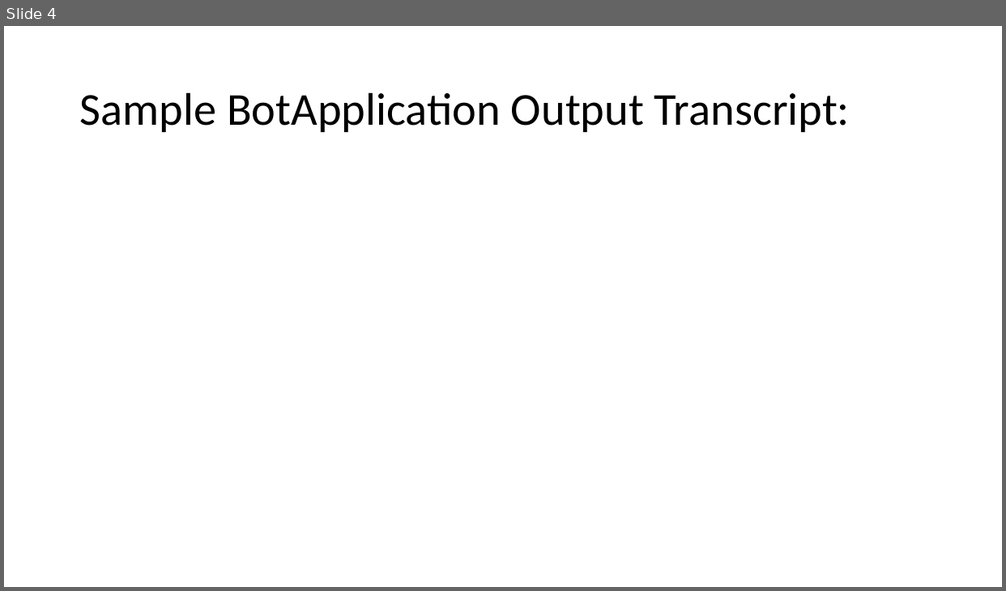
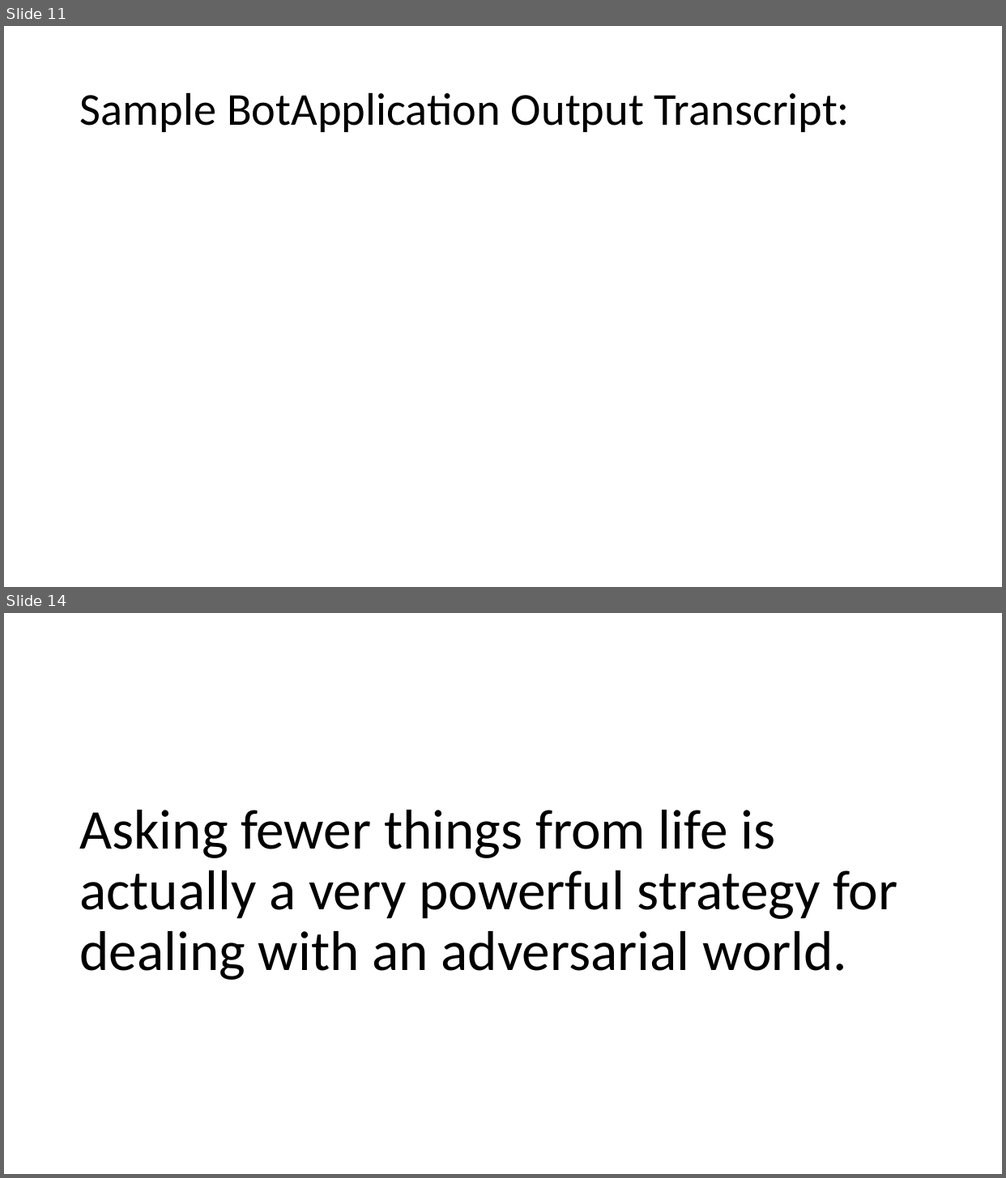
Before and after one commit to saluber/LyncMeetingTranscript, a slide deck: LyncMeetingTranscript.pptx. Shown one above the other, each under a label of ours: slide 4 before the commit, slides 11 and 14 after it; the slides between them are not shown. The pictures are 1006x591 and 1006x1178 pixels, drawn with LibreOffice and Linux fonts; fonts in the diff are those of the drawing. Boxes give left, top, right and bottom in pixels: in the first picture for what was removed or moved away, otherwise in the second. Text is boxed around its words. In the diff, an @@ line names an element or a change of style, - is before the commit and + after.

```diff
--- a/LyncMeetingTranscript.pptx
+++ b/LyncMeetingTranscript.pptx
@@ slide 14 added at box(4, 613, 1002, 1174), background #FFFFFF @@
@@ title added at box(79, 810, 897, 980), 54 pt, text #000000 @@
+Asking fewer things from life is actually a very powerful strategy for dealing with an adversarial world.
@@ what was slide 4 is now slide 11 @@
```
Also in this commit, not shown: 1 slide changed, 12 other slides added, 1 slide removed, 13 other files.
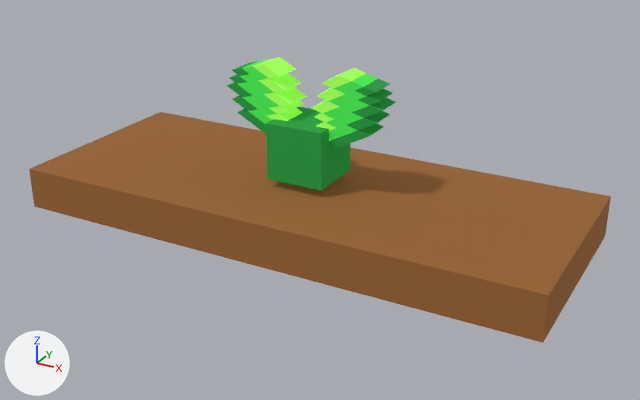
Two versions of the glTF model assets/models/effects/fx_mending.glb, one commit apart.
One viewpoint serves both versions: a 50 mm camera at (2.11, -3.62, 1.87) aimed at (0.22, -0.19, 0.16). The axes (+X, +Y, +Z) are drawn at lower left. The lights are the same throughout. The older version comes first. Where no turn or scale is listed for an object, it has been applied to the vertices.

The first picture shows 'leaf_left_mesh_leaf_dark', 'leaf_left_mesh_leaf_green', 'leaf_left_mesh_leaf_light', 'leaf_right_mesh_leaf_dark', 'leaf_right_mesh_leaf_green', 'leaf_right_mesh_leaf_light', 'soil_mesh_soil_brown', 'sprout_mesh_leaf_dark'.
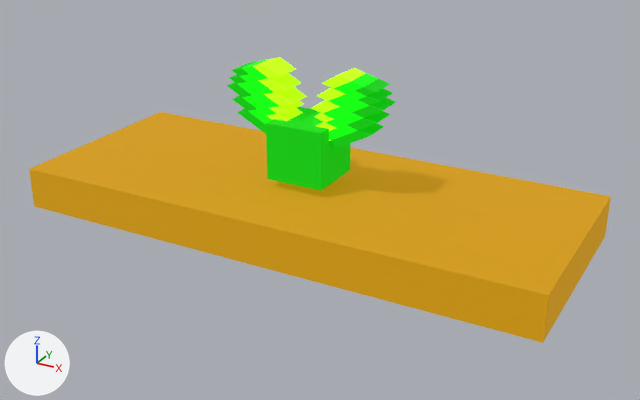
Changed parts and their boxes (x1, y1, x2, y2) in the pictures (640 x 400 px):
'soil_mesh_soil_brown', recoloured (lighter)
    both: (29, 112, 611, 343)
'sprout_mesh_leaf_dark', recoloured
    both: (266, 107, 351, 190)
'leaf_left_mesh_leaf_light', recoloured
    both: (253, 57, 307, 121)
'leaf_right_mesh_leaf_dark', recoloured
    both: (329, 79, 396, 149)
'leaf_right_mesh_leaf_green', recoloured
    both: (323, 73, 378, 140)
'leaf_left_mesh_leaf_green', recoloured
    both: (238, 59, 279, 124)
'leaf_right_mesh_leaf_light', recoloured
    both: (312, 68, 366, 141)
'leaf_left_mesh_leaf_dark', recoloured
    both: (226, 61, 266, 134)

What changed in the scene script:
```text
Change me_mesh_0:
    where me_mesh_0.from_pydata(...)  # 110 vertices, 216 faces; spans x -1.33..1.33, y -0.53..0.53, z 0.0..0.21
    remove me_mesh_0.materials.append(mat_soil_brown)  # brown #8b5a2b
    add me_mesh_0.materials.append(mat_material_0)  # yellow #9c7200, glowing yellow #9c7200
Change me_mesh_1:
    where me_mesh_1.from_pydata(...)  # 72 vertices, 108 faces; spans x -0.108..0.112, y -0.076..0.076, z 0.009..0.343
    remove me_mesh_1.materials.append(mat_leaf_light)  # green #8fea4c, glowing green #8fea4c
    add me_mesh_1.materials.append(mat_material_1)  # green #9ceb00, glowing green #9ceb00
Change me_mesh_2:
    where me_mesh_2.from_pydata(...)  # 69 vertices, 104 faces; spans x -0.03..0.267, y -0.076..0.076, z -0.009..0.309
    remove me_mesh_2.materials.append(mat_leaf_dark)  # green #1c8a36
    add me_mesh_2.materials.append(mat_material_2)  # green #009c00, glowing green #009c00
Change me_mesh_3:
    where me_mesh_3.from_pydata(...)  # 62 vertices, 64 faces; spans x -0.047..0.206, y -0.076..0.076, z 0.032..0.326
    remove me_mesh_3.materials.append(mat_leaf_green)  # green #3ccf45, glowing green #3ccf45
    add me_mesh_3.materials.append(mat_material_3)  # green #00d500, glowing green #00d500
Change me_mesh_4:
    where me_mesh_4.from_pydata(...)  # 72 vertices, 108 faces; spans x -0.112..0.108, y -0.076..0.076, z 0.009..0.343
    remove me_mesh_4.materials.append(mat_leaf_light)  # green #8fea4c, glowing green #8fea4c
    add me_mesh_4.materials.append(mat_material_4)  # green #9ceb00, glowing green #9ceb00
Change me_mesh_5:
    where me_mesh_5.from_pydata(...)  # 69 vertices, 104 faces; spans x -0.267..0.03, y -0.076..0.076, z -0.009..0.309
    remove me_mesh_5.materials.append(mat_leaf_dark)  # green #1c8a36
    add me_mesh_5.materials.append(mat_material_5)  # green #009c00, glowing green #009c00
Change me_mesh_6:
    where me_mesh_6.from_pydata(...)  # 62 vertices, 64 faces; spans x -0.206..0.047, y -0.076..0.076, z 0.032..0.326
    remove me_mesh_6.materials.append(mat_leaf_green)  # green #3ccf45, glowing green #3ccf45
    add me_mesh_6.materials.append(mat_material_6)  # green #00d500, glowing green #00d500
Change me_mesh_7:
    where me_mesh_7.from_pydata(...)  # 50 vertices, 96 faces; spans x -0.148..0.148, y -0.148..0.148, z 0.0..0.282
    remove me_mesh_7.materials.append(mat_leaf_dark)  # green #1c8a36
    add me_mesh_7.materials.append(mat_material_7)  # green #009c00, glowing green #009c00
```

--------------------------------

* To do
Except for the pictures, print the data above exactly.

* Task response
Before and after one commit to saluber/LyncMeetingTranscript, a slide deck: LyncMeetingTranscript.pptx. Shown one above the other, each under a label of ours: slide 4 before the commit, slides 11 and 14 after it; the slides between them are not shown. The pictures are 1006x591 and 1006x1178 pixels, drawn with LibreOffice and Linux fonts; fonts in the diff are those of the drawing. Boxes give left, top, right and bottom in pixels: in the first picture for what was removed or moved away, otherwise in the second. Text is boxed around its words. In the diff, an @@ line names an element or a change of style, - is before the commit and + after.

```diff
--- a/LyncMeetingTranscript.pptx
+++ b/LyncMeetingTranscript.pptx
@@ slide 14 added at box(4, 613, 1002, 1174), background #FFFFFF @@
@@ title added at box(79, 810, 897, 980), 54 pt, text #000000 @@
+Asking fewer things from life is actually a very powerful strategy for dealing with an adversarial world.
@@ what was slide 4 is now slide 11 @@
```
Also in this commit, not shown: 1 slide changed, 12 other slides added, 1 slide removed, 13 other files.
Two versions of the glTF model assets/models/effects/fx_mending.glb, one commit apart.
One viewpoint serves both versions: a 50 mm camera at (2.11, -3.62, 1.87) aimed at (0.22, -0.19, 0.16). The axes (+X, +Y, +Z) are drawn at lower left. The lights are the same throughout. The older version comes first. Where no turn or scale is listed for an object, it has been applied to the vertices.

The first picture shows 'leaf_left_mesh_leaf_dark', 'leaf_left_mesh_leaf_green', 'leaf_left_mesh_leaf_light', 'leaf_right_mesh_leaf_dark', 'leaf_right_mesh_leaf_green', 'leaf_right_mesh_leaf_light', 'soil_mesh_soil_brown', 'sprout_mesh_leaf_dark'.
Changed parts and their boxes (x1, y1, x2, y2) in the pictures (640 x 400 px):
'soil_mesh_soil_brown', recoloured (lighter)
    both: (29, 112, 611, 343)
'sprout_mesh_leaf_dark', recoloured
    both: (266, 107, 351, 190)
'leaf_left_mesh_leaf_light', recoloured
    both: (253, 57, 307, 121)
'leaf_right_mesh_leaf_dark', recoloured
    both: (329, 79, 396, 149)
'leaf_right_mesh_leaf_green', recoloured
    both: (323, 73, 378, 140)
'leaf_left_mesh_leaf_green', recoloured
    both: (238, 59, 279, 124)
'leaf_right_mesh_leaf_light', recoloured
    both: (312, 68, 366, 141)
'leaf_left_mesh_leaf_dark', recoloured
    both: (226, 61, 266, 134)

What changed in the scene script:
```text
Change me_mesh_0:
    where me_mesh_0.from_pydata(...)  # 110 vertices, 216 faces; spans x -1.33..1.33, y -0.53..0.53, z 0.0..0.21
    remove me_mesh_0.materials.append(mat_soil_brown)  # brown #8b5a2b
    add me_mesh_0.materials.append(mat_material_0)  # yellow #9c7200, glowing yellow #9c7200
Change me_mesh_1:
    where me_mesh_1.from_pydata(...)  # 72 vertices, 108 faces; spans x -0.108..0.112, y -0.076..0.076, z 0.009..0.343
    remove me_mesh_1.materials.append(mat_leaf_light)  # green #8fea4c, glowing green #8fea4c
    add me_mesh_1.materials.append(mat_material_1)  # green #9ceb00, glowing green #9ceb00
Change me_mesh_2:
    where me_mesh_2.from_pydata(...)  # 69 vertices, 104 faces; spans x -0.03..0.267, y -0.076..0.076, z -0.009..0.309
    remove me_mesh_2.materials.append(mat_leaf_dark)  # green #1c8a36
    add me_mesh_2.materials.append(mat_material_2)  # green #009c00, glowing green #009c00
Change me_mesh_3:
    where me_mesh_3.from_pydata(...)  # 62 vertices, 64 faces; spans x -0.047..0.206, y -0.076..0.076, z 0.032..0.326
    remove me_mesh_3.materials.append(mat_leaf_green)  # green #3ccf45, glowing green #3ccf45
    add me_mesh_3.materials.append(mat_material_3)  # green #00d500, glowing green #00d500
Change me_mesh_4:
    where me_mesh_4.from_pydata(...)  # 72 vertices, 108 faces; spans x -0.112..0.108, y -0.076..0.076, z 0.009..0.343
    remove me_mesh_4.materials.append(mat_leaf_light)  # green #8fea4c, glowing green #8fea4c
    add me_mesh_4.materials.append(mat_material_4)  # green #9ceb00, glowing green #9ceb00
Change me_mesh_5:
    where me_mesh_5.from_pydata(...)  # 69 vertices, 104 faces; spans x -0.267..0.03, y -0.076..0.076, z -0.009..0.309
    remove me_mesh_5.materials.append(mat_leaf_dark)  # green #1c8a36
    add me_mesh_5.materials.append(mat_material_5)  # green #009c00, glowing green #009c00
Change me_mesh_6:
    where me_mesh_6.from_pydata(...)  # 62 vertices, 64 faces; spans x -0.206..0.047, y -0.076..0.076, z 0.032..0.326
    remove me_mesh_6.materials.append(mat_leaf_green)  # green #3ccf45, glowing green #3ccf45
    add me_mesh_6.materials.append(mat_material_6)  # green #00d500, glowing green #00d500
Change me_mesh_7:
    where me_mesh_7.from_pydata(...)  # 50 vertices, 96 faces; spans x -0.148..0.148, y -0.148..0.148, z 0.0..0.282
    remove me_mesh_7.materials.append(mat_leaf_dark)  # green #1c8a36
    add me_mesh_7.materials.append(mat_material_7)  # green #009c00, glowing green #009c00
```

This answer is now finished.